Instructions to follow:
Where does the string "circle" occur in the records below? Copy every line that holds it.

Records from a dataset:
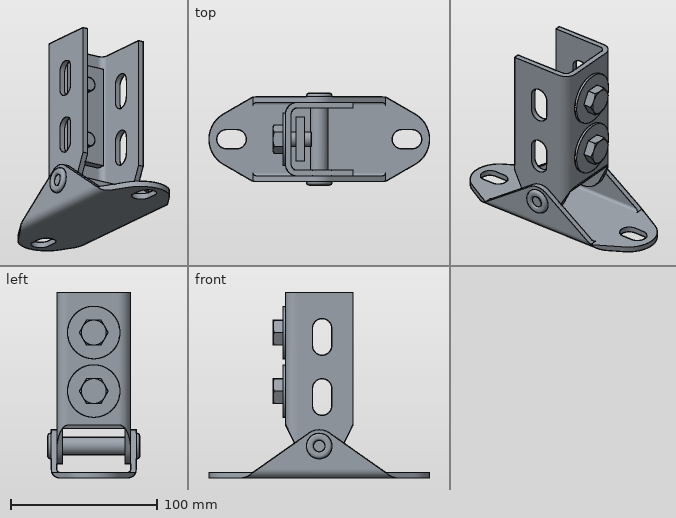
import cadquery as cq
import math

sheet = 4.0
base_length = 151.0
base_width = 58.1
base_bend_inner = 2.0
base_end_radius = 20.0
base_edge_angle = 30.0
slot_width = 13.0
base_slot_length = 20.1
base_slot_x = 60.0
lug_half_length = 45.3
lug_tip_radius = 12.1
lug_height = 33.0

channel_width = base_width - 2 * sheet
channel_half_depth = 23.1
channel_bend_outer = 8.0
channel_top = 127.0
channel_bottom = 9.7
channel_taper_start = 36.4
channel_toe_radius = 16.0
web_bottom = 33.8
channel_slot_length = 24.9
channel_slot_x = 2.0
channel_slot_heights = (55.4, 96.5)

pin_diameter = 12.2
pin_height = 21.9
pin_length = 63.0
pin_head_diameter = 17.5
pin_head_round = 2.0
pin_recess_diameter = 7.9
pin_recess_depth = 1.5

bolt_heights = (59.5, 99.5)
bolt_diameter = 10.0
bolt_tip_diameter = 9.2
bolt_tip_x = -5.3
bolt_head_flats = 17.0
bolt_head_height = 6.6
bolt_head_chamfer_angle = 30.0
washer_diameter = 36.0
washer_thickness = 1.8
clamp_plate_x = -16.0
clamp_plate_thickness = 6.0
clamp_plate_width = 30.0

web_outer_x = -channel_half_depth
inner_width = channel_width - 2 * sheet


def tangent_point(corner, center, radius, side):
    """Point where a line from the corner touches a circle; side picks one of the two tangents."""
    dx = corner[0] - center[0]
    dz = corner[1] - center[1]
    angle = math.atan2(dz, dx) + side * math.acos(radius / math.hypot(dx, dz))
    return (center[0] + radius * math.cos(angle), center[1] + radius * math.sin(angle))


def mirrored(point):
    return (-point[0], point[1])


def extrude_along_y(profile, width):
    """Extrude an XZ profile symmetrically about Y = 0."""
    return profile.extrude(width / 2, both=True)


def cylinder_x(x_start, x_end, diameter, height):
    plane = cq.Workplane("YZ", origin=(x_start, 0, height))
    return plane.circle(diameter / 2).extrude(x_end - x_start)


def base_outline():
    """Plan of the base: parallel sides, angled edges and rounded ends, with one slot per end."""
    angle = math.radians(base_edge_angle)
    arc_center_x = base_length / 2 - base_end_radius
    arc_x = arc_center_x + base_end_radius * math.sin(angle)
    arc_y = base_end_radius * math.cos(angle)
    side_y = base_width / 2
    side_x = arc_x - (side_y - arc_y) / math.tan(angle)
    plan = (
        cq.Workplane("XY")
        .moveTo(-side_x, -side_y)
        .lineTo(side_x, -side_y)
        .lineTo(arc_x, -arc_y)
        .threePointArc((base_length / 2, 0), (arc_x, arc_y))
        .lineTo(side_x, side_y)
        .lineTo(-side_x, side_y)
        .lineTo(-arc_x, arc_y)
        .threePointArc((-base_length / 2, 0), (-arc_x, -arc_y))
        .close()
        .extrude(lug_height)
    )
    slots = (
        cq.Workplane("XY")
        .pushPoints([(-base_slot_x, 0), (base_slot_x, 0)])
        .slot2D(base_slot_length, slot_width)
        .extrude(lug_height)
    )
    return plan.cut(slots)


def lug_profile():
    """Side shape of the base: a full-length floor with a round-tipped triangle above it."""
    tip_center = (0, lug_height - lug_tip_radius)
    foot = (lug_half_length, sheet)
    shoulder = tangent_point(foot, tip_center, lug_tip_radius, 1)
    triangle = (
        cq.Workplane("XZ")
        .moveTo(*mirrored(foot))
        .lineTo(*foot)
        .lineTo(*shoulder)
        .threePointArc((0, lug_height), mirrored(shoulder))
        .close()
    )
    floor = cq.Workplane("XY").box(base_length, base_width, sheet, centered=(True, True, False))
    return floor.union(extrude_along_y(triangle, base_width))


def make_base():
    outer = (
        cq.Workplane("XY")
        .box(base_length, base_width, lug_height, centered=(True, True, False))
        .edges("|X and <Z")
        .fillet(base_bend_inner + sheet)
    )
    hollow = (
        cq.Workplane("XY", origin=(0, 0, sheet))
        .box(base_length, channel_width, lug_height, centered=(True, True, False))
        .edges("|X and <Z")
        .fillet(base_bend_inner)
    )
    return outer.cut(hollow).intersect(base_outline()).intersect(lug_profile())


def make_channel():
    depth = 2 * channel_half_depth
    height = channel_top - channel_bottom
    outer = (
        cq.Workplane("XY", origin=(web_outer_x, 0, channel_bottom))
        .box(depth, channel_width, height, centered=(False, True, False))
        .edges("|Z and <X")
        .fillet(channel_bend_outer)
    )
    hollow = (
        cq.Workplane("XY", origin=(web_outer_x + sheet, 0, channel_bottom))
        .box(depth, inner_width, height, centered=(False, True, False))
        .edges("|Z and <X")
        .fillet(channel_bend_outer - sheet)
    )

    taper_corner = (channel_half_depth, channel_taper_start)
    toe_center = (0, channel_bottom + channel_toe_radius)
    toe = tangent_point(taper_corner, toe_center, channel_toe_radius, -1)
    side_shape = (
        cq.Workplane("XZ")
        .moveTo(-channel_half_depth, channel_top)
        .lineTo(channel_half_depth, channel_top)
        .lineTo(*taper_corner)
        .lineTo(*toe)
        .threePointArc((0, channel_bottom), mirrored(toe))
        .lineTo(*mirrored(taper_corner))
        .close()
    )

    web_opening = cq.Workplane("XY", origin=(web_outer_x, 0, 0)).box(
        depth, inner_width, web_bottom, centered=(False, True, False)
    )
    flange_slots = (
        cq.Workplane("XZ")
        .pushPoints([(channel_slot_x, z) for z in channel_slot_heights])
        .slot2D(channel_slot_length, slot_width, 90)
    )
    return (
        outer.cut(hollow)
        .intersect(extrude_along_y(side_shape, channel_width))
        .cut(web_opening)
        .cut(extrude_along_y(flange_slots, channel_width))
    )


def make_pin():
    """Pin with a rounded, dished head outside each lug."""
    head_height = (pin_length - base_width) / 2
    pin = extrude_along_y(
        cq.Workplane("XZ", origin=(0, 0, pin_height)).circle(pin_diameter / 2), base_width
    )
    head = (
        cq.Workplane("XZ", origin=(0, -base_width / 2, pin_height))
        .circle(pin_head_diameter / 2)
        .extrude(head_height)
        .faces("<Y")
        .edges()
        .fillet(pin_head_round)
    )
    recess_radius = pin_recess_diameter / 2
    rim_radius = recess_radius + pin_recess_depth
    face_y = -pin_length / 2
    round_inset = pin_recess_depth * (1 - math.sqrt(0.5))
    round_middle = (recess_radius + round_inset, face_y + round_inset)
    recess = (
        cq.Workplane("XY", origin=(0, 0, pin_height))
        .moveTo(0, face_y)
        .lineTo(rim_radius, face_y)
        .threePointArc(round_middle, (recess_radius, face_y + pin_recess_depth))
        .lineTo(0, face_y + pin_recess_depth)
        .close()
        .revolve(360, (0, 0, 0), (0, 1, 0))
    )
    head = head.cut(recess)
    return pin.union(head).union(head.mirror("XZ"))


def make_bolt(height):
    """Hexagon bolt and washer, with the shank pointing towards +X."""
    washer_x = web_outer_x - washer_thickness
    head_x = washer_x - bolt_head_height
    corner_diameter = bolt_head_flats / math.cos(math.pi / 6)
    hexagon = (
        cq.Workplane("YZ", origin=(head_x, 0, height))
        .polygon(6, corner_diameter)
        .extrude(bolt_head_height)
    )

    corner_radius = corner_diameter / 2
    face_radius = bolt_head_flats / 2
    corner_drop = (corner_radius - face_radius) * math.tan(math.radians(bolt_head_chamfer_angle))
    envelope = (
        cq.Workplane("XY", origin=(0, 0, height))
        .moveTo(head_x, 0)
        .lineTo(head_x, face_radius)
        .lineTo(head_x + corner_drop, corner_radius)
        .lineTo(washer_x, corner_radius)
        .lineTo(washer_x, 0)
        .close()
        .revolve(360, (0, 0, 0), (1, 0, 0))
    )
    shank = (
        cylinder_x(washer_x, bolt_tip_x, bolt_diameter, height)
        .faces(">X")
        .chamfer((bolt_diameter - bolt_tip_diameter) / 2)
    )
    washer = cylinder_x(washer_x, web_outer_x, washer_diameter, height)
    return hexagon.intersect(envelope).union(washer).union(shank)


def make_clamp_plate():
    """Plate across both bolts, with the same margin beyond the bolts in every direction."""
    plate_height = bolt_heights[1] - bolt_heights[0] + clamp_plate_width
    plate_center_z = sum(bolt_heights) / 2
    return cq.Workplane("XY", origin=(clamp_plate_x, 0, plate_center_z)).box(
        clamp_plate_thickness, clamp_plate_width, plate_height, centered=(False, True, True)
    )


result = make_base().union(make_channel()).union(make_pin()).union(make_clamp_plate())
for bolt_height in bolt_heights:
    result = result.union(make_bolt(bolt_height))

Written response:
    """Point where a line from the corner touches a circle; side picks one of the two tangents."""
    return plane.circle(diameter / 2).extrude(x_end - x_start)
        cq.Workplane("XZ", origin=(0, 0, pin_height)).circle(pin_diameter / 2), base_width
        .circle(pin_head_diameter / 2)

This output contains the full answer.